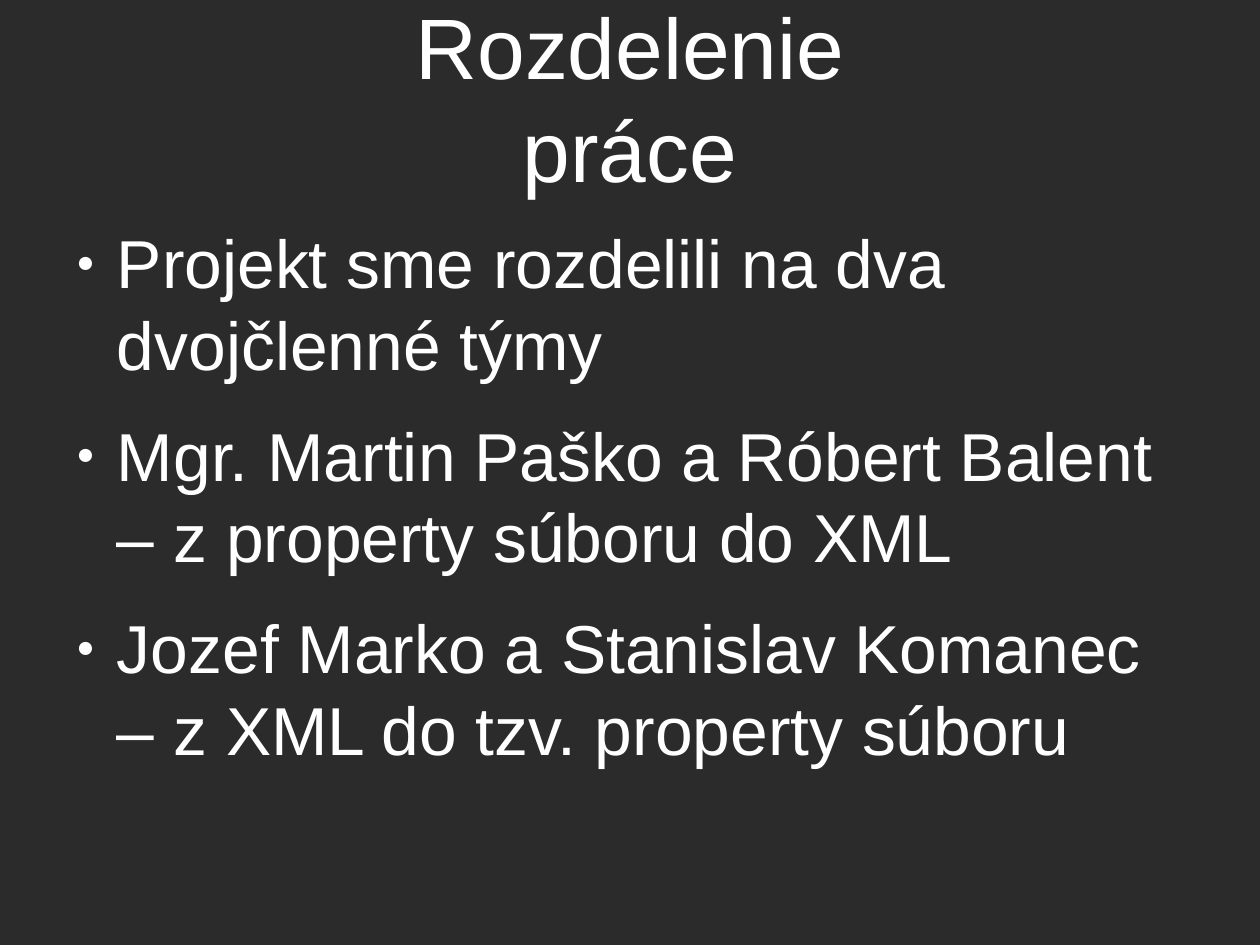
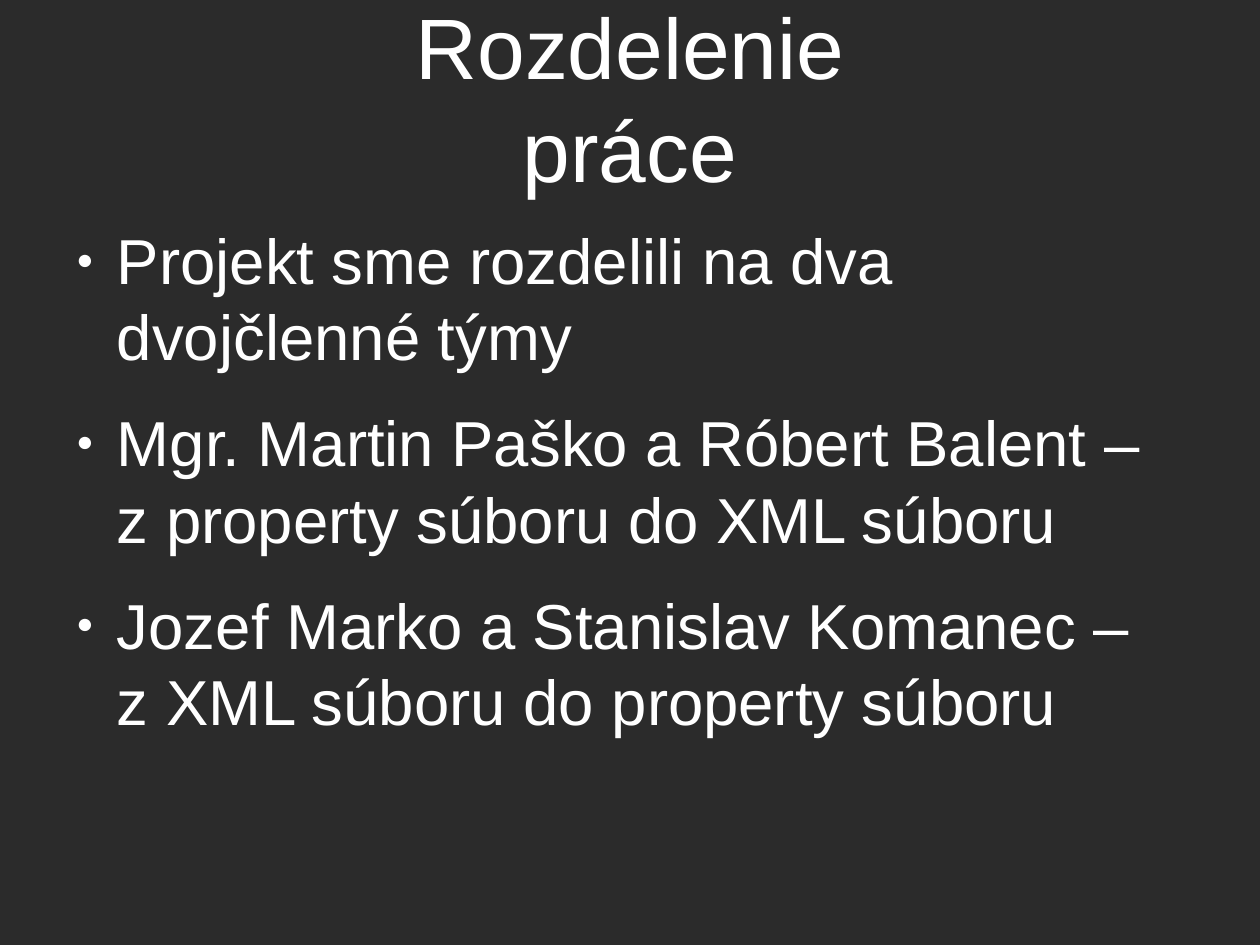
Before and after one commit to balent/Log4j-Convert-Configuration, a slide deck: slide 5 of prezentacia/log4j.odp. Drawn at 1260x945 pixels with LibreOffice and Linux fonts; fonts in the diff are those of the drawing; background and template pictures are left out; a plain dark background stands for a picture behind light text. Boxes give left, top, right and bottom in pixels: in the first picture for what was removed or moved away, otherwise in the second. Text is boxed around its words. In the diff, an @@ line names an element or a change of style, - is before the commit and + after.

Commit message:
Presentation update

```diff
--- a/prezentacia/log4j.odp
+++ b/prezentacia/log4j.odp
@@ text at (117, 238, 892, 372): size 42.7 to 40 pt in "Projekt sme rozdelili na dva dvojčlenné týmy" @@
@@ text at (117, 419, 1087, 737): text changed; size 42.7 to 40 pt @@
-● Mgr. Martin Paško a Róbert Balent – z property súboru do XML
-● Jozef Marko a Stanislav Komanec – z XML do tzv. property súboru
+● Mgr. Martin Paško a Róbert Balent – z property súboru do XML súboru
+● Jozef Marko a Stanislav Komanec – z XML súboru do property súboru
```
Also in this commit, not shown: 5 other slides changed, 1 other file.
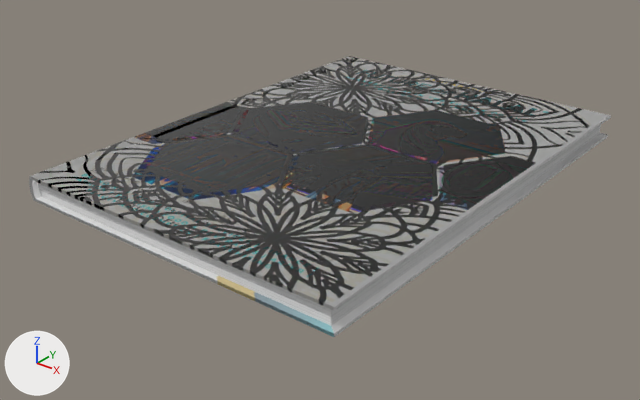
One commit to the glTF model public/models/future-of-halal.glb: the scene before it, then after it.
One viewpoint serves both versions: a 50 mm lens placed at (1.428, -1.352, 0.69), pointed at (0.394, -0.059, -0.112). The lights are fixed; the arrows at lower left show +X, +Y and +Z. Where no turn or scale is listed for an object, it has been applied to the vertices. Vertices at the same position are counted once.

In view in the first picture: 'Architexture'.
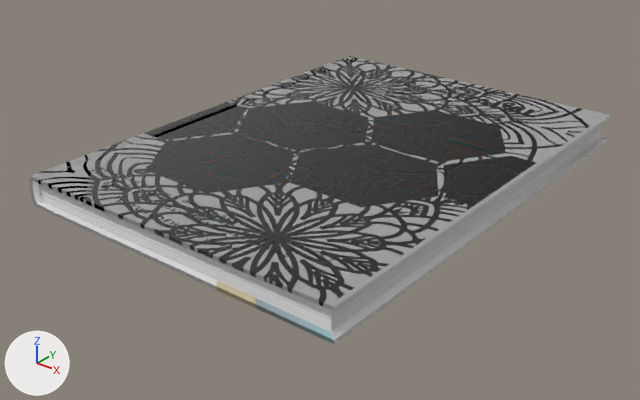
Where the newer file only moved an object's origin or applied its transform, the numbers keep the older frame.

Boxes (x1, y1, x2, y2) around the edits, measured in the pictures (640 x 400 px; the box of a moved part takes in the faces that stretch with it):
'Architexture', surface changed, mesh rescaled
    before: (29, 56, 611, 337)
    after: (29, 56, 611, 344)
part 1 of me_plane, moved or reshaped
    before: (29, 116, 611, 337)
    after: (29, 116, 611, 344)

Edits to the bpy script that builds the scene:
```text
Add img_finaltexture:
    img_finaltexture = load_image('FINALTEXTURE', '_unpacked/FINALTEXTURE', 2000, 1241, 'sRGB')
Change mat_cover:
    where n2 = _N.new('ShaderNodeTexImage'); n2.name = 'Image Texture'
    n2.image: img_texture -> img_finaltexture
Change me_plane:
    where me_plane.from_pydata(...)  # 104 vertices, 204 faces; spans x 0.039..0.773, y -0.5..0.5, z -0.052..0.0
    used by ob_architexture; location = (0.0, 0.0, 0.0)
    me_plane part 1: the whole mesh is scaled about the mesh origin by (1, 1, 1.24)
```

* * * *

Images in the records must not be repeated; everything else should be returned exactly.

◆ Output for this exercise:
Before and after one commit to balent/Log4j-Convert-Configuration, a slide deck: slide 5 of prezentacia/log4j.odp. Drawn at 1260x945 pixels with LibreOffice and Linux fonts; fonts in the diff are those of the drawing; background and template pictures are left out; a plain dark background stands for a picture behind light text. Boxes give left, top, right and bottom in pixels: in the first picture for what was removed or moved away, otherwise in the second. Text is boxed around its words. In the diff, an @@ line names an element or a change of style, - is before the commit and + after.

Commit message:
Presentation update

```diff
--- a/prezentacia/log4j.odp
+++ b/prezentacia/log4j.odp
@@ text at (117, 238, 892, 372): size 42.7 to 40 pt in "Projekt sme rozdelili na dva dvojčlenné týmy" @@
@@ text at (117, 419, 1087, 737): text changed; size 42.7 to 40 pt @@
-● Mgr. Martin Paško a Róbert Balent – z property súboru do XML
-● Jozef Marko a Stanislav Komanec – z XML do tzv. property súboru
+● Mgr. Martin Paško a Róbert Balent – z property súboru do XML súboru
+● Jozef Marko a Stanislav Komanec – z XML súboru do property súboru
```
Also in this commit, not shown: 5 other slides changed, 1 other file.
One commit to the glTF model public/models/future-of-halal.glb: the scene before it, then after it.
One viewpoint serves both versions: a 50 mm lens placed at (1.428, -1.352, 0.69), pointed at (0.394, -0.059, -0.112). The lights are fixed; the arrows at lower left show +X, +Y and +Z. Where no turn or scale is listed for an object, it has been applied to the vertices. Vertices at the same position are counted once.

In view in the first picture: 'Architexture'.
Where the newer file only moved an object's origin or applied its transform, the numbers keep the older frame.

Boxes (x1, y1, x2, y2) around the edits, measured in the pictures (640 x 400 px; the box of a moved part takes in the faces that stretch with it):
'Architexture', surface changed, mesh rescaled
    before: (29, 56, 611, 337)
    after: (29, 56, 611, 344)
part 1 of me_plane, moved or reshaped
    before: (29, 116, 611, 337)
    after: (29, 116, 611, 344)

Edits to the bpy script that builds the scene:
```text
Add img_finaltexture:
    img_finaltexture = load_image('FINALTEXTURE', '_unpacked/FINALTEXTURE', 2000, 1241, 'sRGB')
Change mat_cover:
    where n2 = _N.new('ShaderNodeTexImage'); n2.name = 'Image Texture'
    n2.image: img_texture -> img_finaltexture
Change me_plane:
    where me_plane.from_pydata(...)  # 104 vertices, 204 faces; spans x 0.039..0.773, y -0.5..0.5, z -0.052..0.0
    used by ob_architexture; location = (0.0, 0.0, 0.0)
    me_plane part 1: the whole mesh is scaled about the mesh origin by (1, 1, 1.24)
```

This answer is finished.